Paul Wilbur Stewart (December 18, 1925 – November 12, 2015) was an American barber and historian who founded the Black American West Museum and Heritage Center in 1971.

==Biography==
Stewart was born in Clinton, Iowa, to Eugene Joseph Stewart and Martha L. Stewart (née Moor). He served in the United States Navy upon graduating high school, and later settled in Evanston, Illinois, with his brother. Stewart worked at the local post office while attending Roosevelt University. He dropped out to help his brother with tuition, and subsequently earned a license from Moler Barber College. He worked as a barber in Illinois, Wisconsin, and New York.

He moved to Denver in 1962 and opened a barber shop. With the help of his customers, Stewart soon began collecting Old West memorabilia. As the collection grew, it was moved multiple times.

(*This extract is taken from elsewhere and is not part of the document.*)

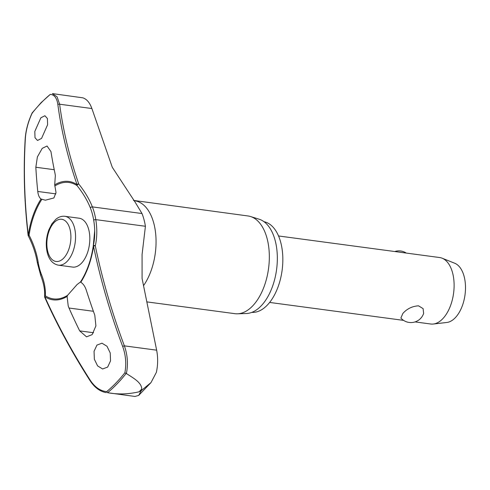 <?xml version="1.0" encoding="UTF-8"?>
<svg xmlns="http://www.w3.org/2000/svg" width="490" height="490" viewBox="0 0 490 490"><rect width="100%" height="100%" fill="white"/><g stroke="black" fill="none" stroke-linecap="round" stroke-linejoin="round"><path stroke-width="0.73" d="M54.776 185.992A58.72 32.53 97.6 0 1 76.997 185.551A1.341 0.447 -38.7 0 1 77.169 185.159A1.341 0.447 -38.7 0 1 77.206 185.11A1.341 0.447 -38.7 0 1 78.725 183.989A1.341 0.827 161.1 0 0 77.01 184.583A59.713 33.081 -82.4 0 0 54.702 184.853L56.025 192.503L53.882 197.96L45.374 200.202L41.013 199.032C39.249 197.586 38.165 195.063 37.761 191.455A586.947 410.981 -131.6 0 1 35.837 167.243L37.393 156.923L42.232 148.341L47.04 146.02L50.954 151.582A586.947 367.819 40 0 0 55.033 173.564L55.346 175.579L54.702 184.853M41.013 199.032A59.713 33.081 -82.4 0 0 28.285 235.059A1.341 0.576 173.3 0 0 28.126 235.378A1.341 1.341 0 0 0 28.267 235.837L29.082 235.188L28.285 235.059A585.06 427.243 -127 0 1 25.376 138.296C25.97 130.107 28.218 121.747 32.113 113.215A167.372 92.72 97.6 0 1 40.989 103.041A167.372 92.72 97.6 0 1 50.274 94.399L41.172 102.569L32.15 112.921M80.795 282.252A59.713 33.081 -82.4 0 0 93.529 246.225A1.341 0.496 -11.7 0 1 95.287 245.802A1.341 0.778 -167.2 0 0 93.455 245.753A1.341 0.778 -167.2 0 0 93.419 245.79A1.341 0.778 -167.2 0 0 93.247 246.06A1.341 0.778 -167.2 0 0 93.235 246.164A58.72 32.53 97.6 0 1 82.234 279.116A58.72 32.53 97.6 0 1 80.483 281.952L80.795 282.252C83.227 283.784 85.052 286.411 86.271 290.123A586.947 410.981 48.4 0 0 94.803 315.217L95.899 325.899L92.151 334.627L86.528 336.838L79.68 330.885A586.947 367.819 -140 0 1 68.998 308.02L68.208 305.932L67.112 296.425L67.54 295.36L77.083 284.549L80.483 281.952M67.54 295.36A58.72 32.53 97.6 0 1 45.319 295.801A1.341 1.017 -176.3 0 0 44.798 296.15A1.341 1.017 -176.3 0 0 44.762 296.193A1.341 1.017 -176.3 0 0 44.602 296.628L44.602 296.628A1.341 1.017 -176.3 0 0 44.676 297.032M151.012 382.561L138.688 395.418L134.971 396.459L107.818 392.741C118.09 394.573 128.503 394.266 139.056 391.816A172.603 95.624 -82.4 0 0 140.403 390.444A172.603 95.624 -82.4 0 0 141.739 389.036L141.285 390.628L151.012 382.561L156.377 372.339C157.97 364.921 158.056 357.535 156.641 350.172L142.082 278.498L142.069 254.567L145.42 226.276A53.012 29.369 -82.4 0 0 142.008 213.536L135.24 202.333L112.277 167.262L91.893 108.535L59.627 104.217L57.073 96.812L52.387 93.608M91.893 108.535C89.762 102.655 86.742 99.084 82.816 97.822L52.387 93.602M107.818 392.741L107.586 392.686A168.315 93.247 -82.4 0 0 117.092 383.86A168.315 93.247 -82.4 0 0 126.169 373.435L124.87 372.774A167.372 92.72 97.6 0 1 115.989 382.953A167.372 92.72 97.6 0 1 106.704 391.596L107.586 392.686M264.012 221.701A45.772 25.358 97.6 0 1 282.785 256.558A45.772 25.358 97.6 0 1 267.24 305.178A45.772 25.358 97.6 0 1 251.866 312.369M133.421 200.398L248.038 215.974A49.294 27.305 97.6 0 1 250.537 216.531A49.294 27.305 97.6 0 1 269.316 255.021A49.294 27.305 97.6 0 1 252.534 306.048A49.294 27.305 97.6 0 1 237.509 313.808A49.294 27.305 97.6 0 1 234.949 313.686L146.755 301.871M237.509 313.808L246.482 313.496A47.781 26.472 -82.4 0 0 261.054 305.974A47.781 26.472 -82.4 0 0 277.322 256.503A47.781 26.472 -82.4 0 0 259.118 219.195L250.537 216.531M50.274 94.399C54.372 94.65 56.907 98.061 57.875 104.633A585.06 343.086 36.4 0 0 77.01 184.583A1.341 1.078 -56.7 0 0 76.997 185.551A76.336 44.762 -143.6 0 1 90.454 208.128A50.929 28.212 97.6 0 1 93.731 220.365A76.336 55.744 -127 0 1 94.705 230.704A76.336 55.744 -127 0 1 93.235 246.164L93.529 246.225A585.06 427.243 53 0 0 122.684 346.497C125.801 355.189 126.53 363.948 124.87 372.774M96.934 345.095L101.981 343.19L106.998 346.271L110.226 352.953L110.532 360.867L107.659 367.077L102.606 368.982L97.59 365.895L94.356 359.219L94.056 351.305L96.934 345.095M40.866 117.784L44.902 115.744L47.408 118.488L47.597 124.76L41.552 138.419L37.51 140.459L34.998 137.715L34.808 131.436L40.866 117.784M79.178 218.221A24.647 13.653 97.6 0 1 89.78 236.627A24.647 13.653 97.6 0 1 81.426 263.259A24.647 13.653 97.6 0 1 72.636 267.081L58.371 265.17A24.647 13.653 -82.4 0 0 67.167 261.348A24.647 13.653 -82.4 0 0 74.425 227.501A24.647 13.653 -82.4 0 0 64.919 216.311L79.178 218.221M415.061 321.912L430.722 324.006A33.534 18.577 -82.4 0 0 433.319 324.031A33.534 18.577 -82.4 0 0 442.684 318.812A33.534 18.577 -82.4 0 0 454.114 284.843A33.534 18.577 -82.4 0 0 442.133 258.199A33.534 18.577 -82.4 0 0 439.622 257.538L278.547 235.966M402.841 313.478C406.97 308.804 412.182 306.25 418.472 305.815L423.097 308.602L423.636 313.435A13.414 13.414 0 0 1 400.881 318.047L402.841 313.478M433.319 324.031L446.782 322.481A30.178 16.721 -82.4 0 0 455.216 317.79A30.178 16.721 -82.4 0 0 465.5 287.214A30.178 16.721 -82.4 0 0 454.72 263.24L442.133 258.199M41.46 274.51A1.341 0.79 158.5 0 0 40.915 274.97A1.341 0.79 158.5 0 0 40.774 275.613C43.739 283.171 45.013 290.178 44.602 296.628A1.341 1.341 0 0 0 44.713 297.265A1.341 0.753 -24.1 0 1 44.798 296.695A1.341 1.078 123.3 0 1 45.319 295.801A76.336 44.762 36.4 0 0 41.46 274.51A50.929 28.212 97.6 0 1 38.183 262.273A76.336 55.744 53 0 0 29.082 235.188A58.72 32.53 97.6 0 1 41.828 199.399M32.585 112.798L32.113 113.215L32.585 112.798M106.704 391.596C100.37 391.045 94.864 387.235 90.185 380.166A585.06 343.086 -143.6 0 1 44.798 296.695A59.713 33.081 -82.4 0 0 67.112 296.425M126.169 373.435L126.377 373.515C128.258 364.241 127.59 355.023 124.374 345.854A1.341 0.343 159.5 0 0 122.684 346.497M141.739 389.036C141.684 382.341 132.692 377.729 126.377 373.515M138.688 395.424L141.285 390.628L139.056 391.816M90.454 208.128A1.341 0.79 -21.5 0 1 90.626 207.619A1.341 0.79 -21.5 0 1 92.377 206.89A77.451 45.417 36.4 0 0 78.725 183.989A583.725 342.302 -143.6 0 1 59.627 104.217A1.341 0.943 172.5 0 0 57.875 104.633M38.183 262.273A1.341 0.539 170.8 0 0 37.589 262.554A1.341 0.539 170.8 0 0 37.375 262.916L40.774 275.613M156.641 350.172L124.374 345.854A583.725 426.263 -127 0 1 95.287 245.802A77.451 56.558 53 0 0 95.789 219.63A53.012 29.369 -82.4 0 0 92.377 206.89L142.008 213.536M93.731 220.365A1.341 0.539 -9.2 0 1 93.951 220.035A1.341 0.539 -9.2 0 1 95.789 219.63L145.42 226.276M134.762 200.802A49.294 27.305 97.6 0 1 155.649 233.54A49.294 27.305 97.6 0 1 143.509 285.688M55.878 193.881L37.761 191.455M63.651 258.175A21.291 11.797 -82.4 0 0 69.917 228.934A21.291 11.797 -82.4 0 0 54.108 222.564A21.291 11.797 -82.4 0 0 47.836 251.805A21.291 11.797 -82.4 0 0 63.651 258.175M93.59 332.747L79.68 330.885M93.394 311.285L68.998 308.02M54.237 169.712L35.837 167.243M94.705 230.704L93.247 246.06A1.341 1.341 0 0 0 93.229 246.164L93.229 246.164C91.354 258.665 87.692 269.647 82.234 279.116M28.126 235.378C24.261 202.29 23.293 170.03 25.217 138.597A1.341 0.698 3.5 0 1 25.376 138.296M44.713 297.265C57.165 325.084 72.293 352.904 90.087 380.718A1.341 0.594 -32.6 0 1 90.087 380.718L90.087 380.718A1.341 0.594 -32.6 0 1 90.185 380.166M28.267 235.837C32.836 244.743 35.868 253.771 37.375 262.916M64.919 216.311C61.648 215.943 58.58 216.978 55.713 219.428L51.867 223.887L48.975 229.541C46.029 237.497 45.497 245.331 47.365 253.048C49.245 260.012 52.914 264.055 58.371 265.17M406.253 253.067A13.414 13.414 0 0 0 394.769 251.529M403.576 320.374L269.641 302.434M32.12 112.97C28.132 121.649 25.829 130.193 25.217 138.597M106.342 392.619C100.046 391.577 94.625 387.608 90.087 380.718"/></g></svg>

The museum was officially established as the Black American West Museum and Heritage Center in 1971 at 221 24th Street, where it spent one year before moving to the intersection of East Colfax Avenue and Detroit Street. Stewart next moved his collection to the Clayton School for Boys in 1975. It was moved to the Five Points neighborhood in 1985, to a space on 26th and Welton Streets. The museum bought and moved into its permanent home, the Justina Ford residence on California Street and 30th Avenue, in 1988. The museum, billed as "the only Western-black-history museum in the world," highlights the history of African Americans' movement west and includes artifacts and pictorial histories of cowboys, farmers, ranchers, miners, Buffalo Soldiers, Tuskegee Airmen and the residents of the Five Points area. An exhibit dedicated to Ford remains on display in a room of the house.

Stewart was of African American and Cherokee descent, and a cousin of Earl Mann, who served in the Colorado House of Representatives. He was married to Johnnie Mae Davis from 1986 to his 2015 death in Aurora, Colorado.